◆ **Material provided**
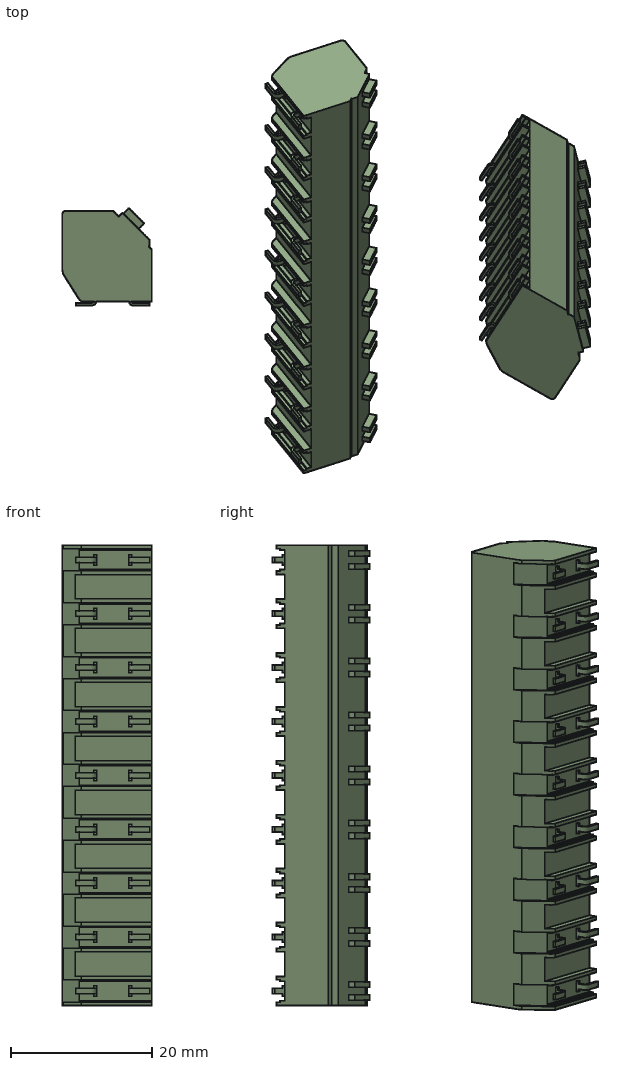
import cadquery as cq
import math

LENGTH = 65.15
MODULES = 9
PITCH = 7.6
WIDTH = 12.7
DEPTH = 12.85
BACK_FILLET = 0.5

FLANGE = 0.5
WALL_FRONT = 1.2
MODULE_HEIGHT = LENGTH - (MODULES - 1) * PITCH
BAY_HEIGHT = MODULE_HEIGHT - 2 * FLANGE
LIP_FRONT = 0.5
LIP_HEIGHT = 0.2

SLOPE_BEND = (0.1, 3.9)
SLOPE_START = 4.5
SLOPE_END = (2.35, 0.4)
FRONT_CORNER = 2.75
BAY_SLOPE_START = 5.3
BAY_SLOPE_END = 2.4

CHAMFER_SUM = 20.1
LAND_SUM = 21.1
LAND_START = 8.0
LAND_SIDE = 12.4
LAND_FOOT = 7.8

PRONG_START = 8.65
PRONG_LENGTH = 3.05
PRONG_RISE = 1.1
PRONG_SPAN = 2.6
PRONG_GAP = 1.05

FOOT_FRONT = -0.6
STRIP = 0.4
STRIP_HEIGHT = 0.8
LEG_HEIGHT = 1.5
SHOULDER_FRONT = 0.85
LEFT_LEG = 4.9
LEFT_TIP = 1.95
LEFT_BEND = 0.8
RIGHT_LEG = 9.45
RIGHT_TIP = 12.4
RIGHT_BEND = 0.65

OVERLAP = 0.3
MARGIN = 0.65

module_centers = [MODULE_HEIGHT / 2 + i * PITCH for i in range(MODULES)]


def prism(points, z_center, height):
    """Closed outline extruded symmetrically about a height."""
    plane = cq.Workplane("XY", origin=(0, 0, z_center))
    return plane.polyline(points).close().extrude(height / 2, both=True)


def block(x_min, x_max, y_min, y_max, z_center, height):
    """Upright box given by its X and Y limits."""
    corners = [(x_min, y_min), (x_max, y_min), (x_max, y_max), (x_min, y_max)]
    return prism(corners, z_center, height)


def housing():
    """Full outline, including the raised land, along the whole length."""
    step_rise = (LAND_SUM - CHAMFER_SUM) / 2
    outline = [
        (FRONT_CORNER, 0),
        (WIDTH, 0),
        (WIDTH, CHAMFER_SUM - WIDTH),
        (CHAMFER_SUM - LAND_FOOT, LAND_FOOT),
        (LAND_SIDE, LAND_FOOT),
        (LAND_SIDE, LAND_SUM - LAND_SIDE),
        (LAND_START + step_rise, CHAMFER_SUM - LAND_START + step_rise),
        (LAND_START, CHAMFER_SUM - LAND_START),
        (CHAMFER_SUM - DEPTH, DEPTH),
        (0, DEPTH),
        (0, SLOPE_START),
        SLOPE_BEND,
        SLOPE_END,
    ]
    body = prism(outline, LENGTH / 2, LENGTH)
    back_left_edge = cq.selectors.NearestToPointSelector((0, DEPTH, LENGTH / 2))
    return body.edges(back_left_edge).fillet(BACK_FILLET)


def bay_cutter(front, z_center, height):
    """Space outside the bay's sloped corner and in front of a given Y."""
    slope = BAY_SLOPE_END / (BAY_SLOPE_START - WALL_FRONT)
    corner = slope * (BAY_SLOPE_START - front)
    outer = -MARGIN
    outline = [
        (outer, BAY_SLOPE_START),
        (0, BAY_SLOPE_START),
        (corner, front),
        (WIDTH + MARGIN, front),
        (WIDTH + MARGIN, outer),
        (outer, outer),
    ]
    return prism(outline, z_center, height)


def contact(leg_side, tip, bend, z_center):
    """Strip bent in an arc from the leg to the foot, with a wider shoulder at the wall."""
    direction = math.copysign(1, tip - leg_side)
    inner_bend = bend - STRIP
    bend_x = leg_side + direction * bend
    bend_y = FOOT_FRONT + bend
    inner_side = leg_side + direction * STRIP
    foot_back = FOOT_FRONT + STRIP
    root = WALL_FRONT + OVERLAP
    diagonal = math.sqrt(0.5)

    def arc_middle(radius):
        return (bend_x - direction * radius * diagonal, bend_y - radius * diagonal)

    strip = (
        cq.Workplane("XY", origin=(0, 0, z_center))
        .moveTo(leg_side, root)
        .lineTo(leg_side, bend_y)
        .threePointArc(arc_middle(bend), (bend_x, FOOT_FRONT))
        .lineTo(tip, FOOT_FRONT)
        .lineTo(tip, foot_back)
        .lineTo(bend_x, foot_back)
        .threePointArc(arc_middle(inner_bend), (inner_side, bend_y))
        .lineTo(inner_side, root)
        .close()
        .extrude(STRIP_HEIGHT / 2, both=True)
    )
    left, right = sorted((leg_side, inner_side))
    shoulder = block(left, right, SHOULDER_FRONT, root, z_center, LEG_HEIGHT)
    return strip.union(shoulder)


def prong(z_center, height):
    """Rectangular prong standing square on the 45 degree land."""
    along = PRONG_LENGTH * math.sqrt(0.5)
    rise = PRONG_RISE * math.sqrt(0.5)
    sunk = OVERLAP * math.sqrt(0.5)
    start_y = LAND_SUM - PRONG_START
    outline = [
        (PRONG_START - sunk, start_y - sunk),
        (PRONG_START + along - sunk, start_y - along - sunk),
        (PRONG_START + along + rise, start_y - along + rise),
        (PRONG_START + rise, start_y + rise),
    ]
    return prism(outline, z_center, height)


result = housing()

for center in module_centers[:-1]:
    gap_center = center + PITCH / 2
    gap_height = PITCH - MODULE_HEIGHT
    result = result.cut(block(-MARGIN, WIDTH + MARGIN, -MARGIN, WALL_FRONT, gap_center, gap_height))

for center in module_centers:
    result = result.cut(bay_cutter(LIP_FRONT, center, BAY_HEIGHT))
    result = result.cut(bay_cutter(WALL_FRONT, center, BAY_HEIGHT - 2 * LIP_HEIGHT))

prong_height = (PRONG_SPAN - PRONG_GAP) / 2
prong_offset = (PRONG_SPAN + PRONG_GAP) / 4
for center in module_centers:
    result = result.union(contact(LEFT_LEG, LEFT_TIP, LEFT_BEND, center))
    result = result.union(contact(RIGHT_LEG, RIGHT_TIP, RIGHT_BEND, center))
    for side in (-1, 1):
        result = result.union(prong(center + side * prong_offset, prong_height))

◆ **Task**
All of the data above needs to be given again exactly. Leave out each image.

◆ **Expected output**
import cadquery as cq
import math

LENGTH = 65.15
MODULES = 9
PITCH = 7.6
WIDTH = 12.7
DEPTH = 12.85
BACK_FILLET = 0.5

FLANGE = 0.5
WALL_FRONT = 1.2
MODULE_HEIGHT = LENGTH - (MODULES - 1) * PITCH
BAY_HEIGHT = MODULE_HEIGHT - 2 * FLANGE
LIP_FRONT = 0.5
LIP_HEIGHT = 0.2

SLOPE_BEND = (0.1, 3.9)
SLOPE_START = 4.5
SLOPE_END = (2.35, 0.4)
FRONT_CORNER = 2.75
BAY_SLOPE_START = 5.3
BAY_SLOPE_END = 2.4

CHAMFER_SUM = 20.1
LAND_SUM = 21.1
LAND_START = 8.0
LAND_SIDE = 12.4
LAND_FOOT = 7.8

PRONG_START = 8.65
PRONG_LENGTH = 3.05
PRONG_RISE = 1.1
PRONG_SPAN = 2.6
PRONG_GAP = 1.05

FOOT_FRONT = -0.6
STRIP = 0.4
STRIP_HEIGHT = 0.8
LEG_HEIGHT = 1.5
SHOULDER_FRONT = 0.85
LEFT_LEG = 4.9
LEFT_TIP = 1.95
LEFT_BEND = 0.8
RIGHT_LEG = 9.45
RIGHT_TIP = 12.4
RIGHT_BEND = 0.65

OVERLAP = 0.3
MARGIN = 0.65

module_centers = [MODULE_HEIGHT / 2 + i * PITCH for i in range(MODULES)]


def prism(points, z_center, height):
    """Closed outline extruded symmetrically about a height."""
    plane = cq.Workplane("XY", origin=(0, 0, z_center))
    return plane.polyline(points).close().extrude(height / 2, both=True)


def block(x_min, x_max, y_min, y_max, z_center, height):
    """Upright box given by its X and Y limits."""
    corners = [(x_min, y_min), (x_max, y_min), (x_max, y_max), (x_min, y_max)]
    return prism(corners, z_center, height)


def housing():
    """Full outline, including the raised land, along the whole length."""
    step_rise = (LAND_SUM - CHAMFER_SUM) / 2
    outline = [
        (FRONT_CORNER, 0),
        (WIDTH, 0),
        (WIDTH, CHAMFER_SUM - WIDTH),
        (CHAMFER_SUM - LAND_FOOT, LAND_FOOT),
        (LAND_SIDE, LAND_FOOT),
        (LAND_SIDE, LAND_SUM - LAND_SIDE),
        (LAND_START + step_rise, CHAMFER_SUM - LAND_START + step_rise),
        (LAND_START, CHAMFER_SUM - LAND_START),
        (CHAMFER_SUM - DEPTH, DEPTH),
        (0, DEPTH),
        (0, SLOPE_START),
        SLOPE_BEND,
        SLOPE_END,
    ]
    body = prism(outline, LENGTH / 2, LENGTH)
    back_left_edge = cq.selectors.NearestToPointSelector((0, DEPTH, LENGTH / 2))
    return body.edges(back_left_edge).fillet(BACK_FILLET)


def bay_cutter(front, z_center, height):
    """Space outside the bay's sloped corner and in front of a given Y."""
    slope = BAY_SLOPE_END / (BAY_SLOPE_START - WALL_FRONT)
    corner = slope * (BAY_SLOPE_START - front)
    outer = -MARGIN
    outline = [
        (outer, BAY_SLOPE_START),
        (0, BAY_SLOPE_START),
        (corner, front),
        (WIDTH + MARGIN, front),
        (WIDTH + MARGIN, outer),
        (outer, outer),
    ]
    return prism(outline, z_center, height)


def contact(leg_side, tip, bend, z_center):
    """Strip bent in an arc from the leg to the foot, with a wider shoulder at the wall."""
    direction = math.copysign(1, tip - leg_side)
    inner_bend = bend - STRIP
    bend_x = leg_side + direction * bend
    bend_y = FOOT_FRONT + bend
    inner_side = leg_side + direction * STRIP
    foot_back = FOOT_FRONT + STRIP
    root = WALL_FRONT + OVERLAP
    diagonal = math.sqrt(0.5)

    def arc_middle(radius):
        return (bend_x - direction * radius * diagonal, bend_y - radius * diagonal)

    strip = (
        cq.Workplane("XY", origin=(0, 0, z_center))
        .moveTo(leg_side, root)
        .lineTo(leg_side, bend_y)
        .threePointArc(arc_middle(bend), (bend_x, FOOT_FRONT))
        .lineTo(tip, FOOT_FRONT)
        .lineTo(tip, foot_back)
        .lineTo(bend_x, foot_back)
        .threePointArc(arc_middle(inner_bend), (inner_side, bend_y))
        .lineTo(inner_side, root)
        .close()
        .extrude(STRIP_HEIGHT / 2, both=True)
    )
    left, right = sorted((leg_side, inner_side))
    shoulder = block(left, right, SHOULDER_FRONT, root, z_center, LEG_HEIGHT)
    return strip.union(shoulder)


def prong(z_center, height):
    """Rectangular prong standing square on the 45 degree land."""
    along = PRONG_LENGTH * math.sqrt(0.5)
    rise = PRONG_RISE * math.sqrt(0.5)
    sunk = OVERLAP * math.sqrt(0.5)
    start_y = LAND_SUM - PRONG_START
    outline = [
        (PRONG_START - sunk, start_y - sunk),
        (PRONG_START + along - sunk, start_y - along - sunk),
        (PRONG_START + along + rise, start_y - along + rise),
        (PRONG_START + rise, start_y + rise),
    ]
    return prism(outline, z_center, height)


result = housing()

for center in module_centers[:-1]:
    gap_center = center + PITCH / 2
    gap_height = PITCH - MODULE_HEIGHT
    result = result.cut(block(-MARGIN, WIDTH + MARGIN, -MARGIN, WALL_FRONT, gap_center, gap_height))

for center in module_centers:
    result = result.cut(bay_cutter(LIP_FRONT, center, BAY_HEIGHT))
    result = result.cut(bay_cutter(WALL_FRONT, center, BAY_HEIGHT - 2 * LIP_HEIGHT))

prong_height = (PRONG_SPAN - PRONG_GAP) / 2
prong_offset = (PRONG_SPAN + PRONG_GAP) / 4
for center in module_centers:
    result = result.union(contact(LEFT_LEG, LEFT_TIP, LEFT_BEND, center))
    result = result.union(contact(RIGHT_LEG, RIGHT_TIP, RIGHT_BEND, center))
    for side in (-1, 1):
        result = result.union(prong(center + side * prong_offset, prong_height))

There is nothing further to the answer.